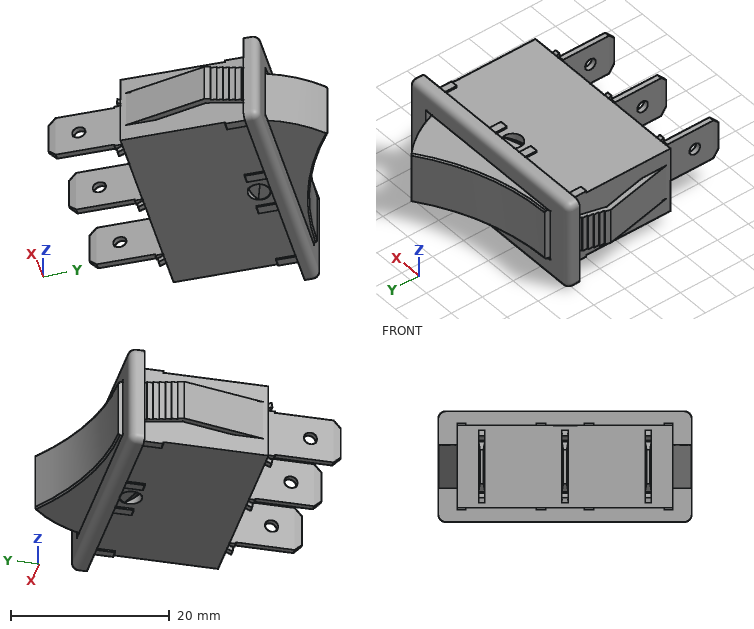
import cadquery as cq
import math


BEZEL_LENGTH = 32.0
BEZEL_WIDTH = 14.0
BEZEL_THICKNESS = 2.0
BEZEL_RADIUS = 1.0

BOX_LENGTH = 27.2
BOX_WIDTH = 10.4
BOX_DEPTH = 16.6

INNER_RIB_WIDTH = 1.2
OUTER_RIB_WIDTH = 1.1
RIB_DEPTH = 3.0
RIB_HEIGHT = 0.25
INNER_RIB_X = 3.0
OUTER_RIB_X = (BOX_LENGTH - OUTER_RIB_WIDTH) / 2

CAVITY_LENGTH = 25.0
CAVITY_WIDTH = 8.1
CAVITY_FLOOR_Y = -7.0

PIVOT_Y = -2.0
PIVOT_HOLE_DIAMETER = 2.9
PIVOT_PIN_DIAMETER = 2.8
PIVOT_PIN_RECESS = 0.05
PIVOT_BEVEL_DEPTH = 1.05

CLIP_WIDTH = 5.5
CLIP_TOP_X = 14.5
CLIP_STEP_COUNT = 6
CLIP_STEP_PITCH = 0.75
CLIP_STEP_HEIGHT = 0.2
CLIP_FIRST_STEP = 0.6
CLIP_BEND_DEPTH = CLIP_FIRST_STEP + CLIP_STEP_COUNT * CLIP_STEP_PITCH
CLIP_BEND_X = 15.9
CLIP_INNER_TOP_X = 13.85
CLIP_INNER_BEND_X = 15.1
CLIP_INNER_END_DEPTH = 12.0
CLIP_END_DEPTH = 15.9
CLIP_ROOT = 0.5

TERMINAL_PITCH = 10.5
TERMINAL_THICKNESS = 0.8
TERMINAL_LENGTH = 10.1
BLADE_WIDTH = 6.3
BLADE_TIP_CHAMFER = 1.0
BLADE_TIP_THICKNESS = 0.42
BLADE_HOLE_DIAMETER = 1.7
BLADE_HOLE_FROM_TIP = 4.0
SHOULDER_WIDTH = 6.7
SHOULDER_LENGTH = 1.5
ROOT_WIDTH = 8.3
ROOT_LENGTH = 0.3
HOOK_OUTER_TIP = (1.07, 4.58)
HOOK_INNER_TIP = (1.18, 3.92)
HOOK_INNER_MIDDLE = (0.65, 3.7)

ROCKER_TILT = 18.0
ROCKER_WIDTH = 8.0
ROCKER_TOP_RADIUS = 32.5
ROCKER_TOP_HALF_ANGLE = 18.0
ROCKER_TOP_HEIGHT = 6.4
ROCKER_HALF_LENGTH = 12.05
ROCKER_BELLY_DEPTH = 2.2
ROCKER_EDGE_CHAMFER = 0.22


def extrude_centred(sketch, thickness):
    """Extrude a closed outline to equal depths on both sides of its plane."""
    half_offset = sketch.plane.zDir * (-thickness / 2)
    return sketch.extrude(thickness).translate(half_offset)


def make_bezel():
    blank = cq.Workplane("XY").box(
        BEZEL_LENGTH, BEZEL_THICKNESS, BEZEL_WIDTH, centered=(True, False, True)
    )
    return blank.edges("|Y or >Y").fillet(BEZEL_RADIUS)


def make_box():
    return cq.Workplane("XY").box(BOX_LENGTH, BOX_DEPTH, BOX_WIDTH).translate((0, -BOX_DEPTH / 2, 0))


def make_rib_pair(distance, width):
    """Two ribs at X = +-distance that run right through the box and stand proud of both broad faces."""
    rib = cq.Workplane("XY").box(width, RIB_DEPTH, BOX_WIDTH + 2 * RIB_HEIGHT)
    rib = rib.translate((distance, -RIB_DEPTH / 2, 0))
    return rib.union(rib.mirror("YZ"))


def make_clip():
    """Spring clip on the +X end, with finger steps down to the bend."""
    wall_x = BOX_LENGTH / 2
    profile = cq.Workplane("XY").moveTo(CLIP_INNER_TOP_X, 0).lineTo(CLIP_TOP_X, 0)
    for step in range(CLIP_STEP_COUNT):
        step_x = CLIP_TOP_X + step * CLIP_STEP_HEIGHT
        step_y = -CLIP_FIRST_STEP - step * CLIP_STEP_PITCH
        profile = profile.lineTo(step_x, step_y).lineTo(step_x + CLIP_STEP_HEIGHT, step_y)
    profile = (
        profile.lineTo(CLIP_BEND_X, -CLIP_BEND_DEPTH)
        .lineTo(wall_x, -CLIP_END_DEPTH)
        .lineTo(wall_x - CLIP_ROOT, -CLIP_END_DEPTH)
        .lineTo(wall_x - CLIP_ROOT, -CLIP_INNER_END_DEPTH)
        .lineTo(wall_x, -CLIP_INNER_END_DEPTH)
        .lineTo(CLIP_INNER_BEND_X, -CLIP_BEND_DEPTH)
        .close()
    )
    return extrude_centred(profile, CLIP_WIDTH)


def make_hook():
    """Tab bent outwards on the +Z side of a terminal, in (distance from the box, Z)."""
    slot_end = (ROOT_LENGTH, SHOULDER_WIDTH / 2)
    profile = (
        cq.Workplane("YZ")
        .moveTo(0, SHOULDER_WIDTH / 2)
        .lineTo(0, ROOT_WIDTH / 2)
        .lineTo(-HOOK_OUTER_TIP[0], HOOK_OUTER_TIP[1])
        .lineTo(-HOOK_INNER_TIP[0], HOOK_INNER_TIP[1])
        .threePointArc((-HOOK_INNER_MIDDLE[0], HOOK_INNER_MIDDLE[1]), (-slot_end[0], slot_end[1]))
        .close()
    )
    return extrude_centred(profile, TERMINAL_THICKNESS)


def make_terminal():
    """Terminal at X = 0, with its root on the plane Y = 0."""
    half_blade = BLADE_WIDTH / 2
    taper_start = BLADE_TIP_CHAMFER - TERMINAL_LENGTH
    side_outline = (
        cq.Workplane("YZ")
        .moveTo(0, half_blade)
        .lineTo(taper_start, half_blade)
        .lineTo(-TERMINAL_LENGTH, half_blade - BLADE_TIP_CHAMFER)
        .lineTo(-TERMINAL_LENGTH, BLADE_TIP_CHAMFER - half_blade)
        .lineTo(taper_start, -half_blade)
        .lineTo(0, -half_blade)
        .close()
    )
    edge_outline = (
        cq.Workplane("XY")
        .moveTo(TERMINAL_THICKNESS / 2, 0)
        .lineTo(TERMINAL_THICKNESS / 2, taper_start)
        .lineTo(BLADE_TIP_THICKNESS / 2, -TERMINAL_LENGTH)
        .lineTo(-BLADE_TIP_THICKNESS / 2, -TERMINAL_LENGTH)
        .lineTo(-TERMINAL_THICKNESS / 2, taper_start)
        .lineTo(-TERMINAL_THICKNESS / 2, 0)
        .close()
    )
    blade = extrude_centred(side_outline, TERMINAL_THICKNESS)
    blade = blade.intersect(extrude_centred(edge_outline, BLADE_WIDTH))
    hole_y = BLADE_HOLE_FROM_TIP - TERMINAL_LENGTH
    hole_outline = cq.Workplane("YZ").center(hole_y, 0).circle(BLADE_HOLE_DIAMETER / 2)
    blade = blade.cut(extrude_centred(hole_outline, TERMINAL_THICKNESS))
    shoulder = (
        cq.Workplane("XY")
        .box(TERMINAL_THICKNESS, SHOULDER_LENGTH, SHOULDER_WIDTH)
        .translate((0, -SHOULDER_LENGTH / 2, 0))
    )
    hook = make_hook()
    return blade.union(shoulder).union(hook).union(hook.mirror("XY"))


def make_cavity():
    depth = BEZEL_THICKNESS - CAVITY_FLOOR_Y
    return (
        cq.Workplane("XY")
        .box(CAVITY_LENGTH, depth, CAVITY_WIDTH)
        .translate((0, CAVITY_FLOOR_Y + depth / 2, 0))
    )


def make_pivot_hole():
    outline = cq.Workplane("XY").center(0, PIVOT_Y).circle(PIVOT_HOLE_DIAMETER / 2)
    return extrude_centred(outline, BOX_WIDTH)


def make_housing():
    clip = make_clip()
    housing = make_bezel().union(make_box())
    housing = housing.union(make_rib_pair(INNER_RIB_X, INNER_RIB_WIDTH))
    housing = housing.union(make_rib_pair(OUTER_RIB_X, OUTER_RIB_WIDTH))
    housing = housing.union(clip).union(clip.mirror("YZ"))
    terminal = make_terminal()
    for position in (-1, 0, 1):
        housing = housing.union(terminal.translate((position * TERMINAL_PITCH, -BOX_DEPTH, 0)))
    return housing.cut(make_cavity()).cut(make_pivot_hole())


def make_rocker_body():
    """Paddle with a concave top, bulging ends and a rounded belly, level about the origin."""
    half_angle = math.radians(ROCKER_TOP_HALF_ANGLE)
    tip_x = ROCKER_TOP_RADIUS * math.sin(half_angle)
    tip_y = ROCKER_TOP_HEIGHT + ROCKER_TOP_RADIUS * (1 - math.cos(half_angle))
    overhang = ROCKER_HALF_LENGTH - tip_x
    end_radius = (tip_y**2 + overhang**2) / (2 * overhang)
    end_angle = math.asin(tip_y / end_radius) / 2
    end_x = ROCKER_HALF_LENGTH - end_radius * (1 - math.cos(end_angle))
    end_y = end_radius * math.sin(end_angle)
    outline = (
        cq.Workplane("XY")
        .moveTo(-tip_x, tip_y)
        .threePointArc((0, ROCKER_TOP_HEIGHT), (tip_x, tip_y))
        .threePointArc((end_x, end_y), (ROCKER_HALF_LENGTH, 0))
        .threePointArc((0, -ROCKER_BELLY_DEPTH), (-ROCKER_HALF_LENGTH, 0))
        .threePointArc((-end_x, end_y), (-tip_x, tip_y))
        .close()
    )
    body = extrude_centred(outline, ROCKER_WIDTH)
    top_point = (0, ROCKER_TOP_HEIGHT, 0)
    top_face = body.faces(cq.selectors.NearestToPointSelector(top_point))
    return top_face.edges("<Z or >Z").chamfer(ROCKER_EDGE_CHAMFER)


def make_pivot_pin():
    """Stub pin on the +Z side of the rocker, just below the box face; half of its end is bevelled."""
    pin_radius = PIVOT_PIN_DIAMETER / 2
    end_z = BOX_WIDTH / 2 - PIVOT_PIN_RECESS
    side_z = ROCKER_WIDTH / 2
    pin = cq.Workplane("XY").workplane(offset=side_z).circle(pin_radius).extrude(end_z - side_z)
    bevel_outline = (
        cq.Workplane("YZ")
        .moveTo(0, end_z)
        .lineTo(-pin_radius, end_z)
        .lineTo(-pin_radius, end_z - PIVOT_BEVEL_DEPTH)
        .close()
    )
    return pin.cut(extrude_centred(bevel_outline, PIVOT_PIN_DIAMETER))


def make_rocker():
    pin = make_pivot_pin()
    rocker = make_rocker_body().union(pin).union(pin.mirror("XY"))
    return rocker.rotate((0, 0, 0), (0, 0, 1), ROCKER_TILT).translate((0, PIVOT_Y, 0))


housing = make_housing()
rocker = make_rocker()

result = cq.Compound.makeCompound([housing.val(), rocker.val()])

ABOUT THIS TASK:
Could you return exactly the stretch of the data above that starts at the line with "RIB_HEIGHT = 0.25" and ends at the line with "SHOULDER_WIDTH = 6.7", both lines included?

WRITTEN ANSWER:
RIB_HEIGHT = 0.25
INNER_RIB_X = 3.0
OUTER_RIB_X = (BOX_LENGTH - OUTER_RIB_WIDTH) / 2

CAVITY_LENGTH = 25.0
CAVITY_WIDTH = 8.1
CAVITY_FLOOR_Y = -7.0

PIVOT_Y = -2.0
PIVOT_HOLE_DIAMETER = 2.9
PIVOT_PIN_DIAMETER = 2.8
PIVOT_PIN_RECESS = 0.05
PIVOT_BEVEL_DEPTH = 1.05

CLIP_WIDTH = 5.5
CLIP_TOP_X = 14.5
CLIP_STEP_COUNT = 6
CLIP_STEP_PITCH = 0.75
CLIP_STEP_HEIGHT = 0.2
CLIP_FIRST_STEP = 0.6
CLIP_BEND_DEPTH = CLIP_FIRST_STEP + CLIP_STEP_COUNT * CLIP_STEP_PITCH
CLIP_BEND_X = 15.9
CLIP_INNER_TOP_X = 13.85
CLIP_INNER_BEND_X = 15.1
CLIP_INNER_END_DEPTH = 12.0
CLIP_END_DEPTH = 15.9
CLIP_ROOT = 0.5

TERMINAL_PITCH = 10.5
TERMINAL_THICKNESS = 0.8
TERMINAL_LENGTH = 10.1
BLADE_WIDTH = 6.3
BLADE_TIP_CHAMFER = 1.0
BLADE_TIP_THICKNESS = 0.42
BLADE_HOLE_DIAMETER = 1.7
BLADE_HOLE_FROM_TIP = 4.0
SHOULDER_WIDTH = 6.7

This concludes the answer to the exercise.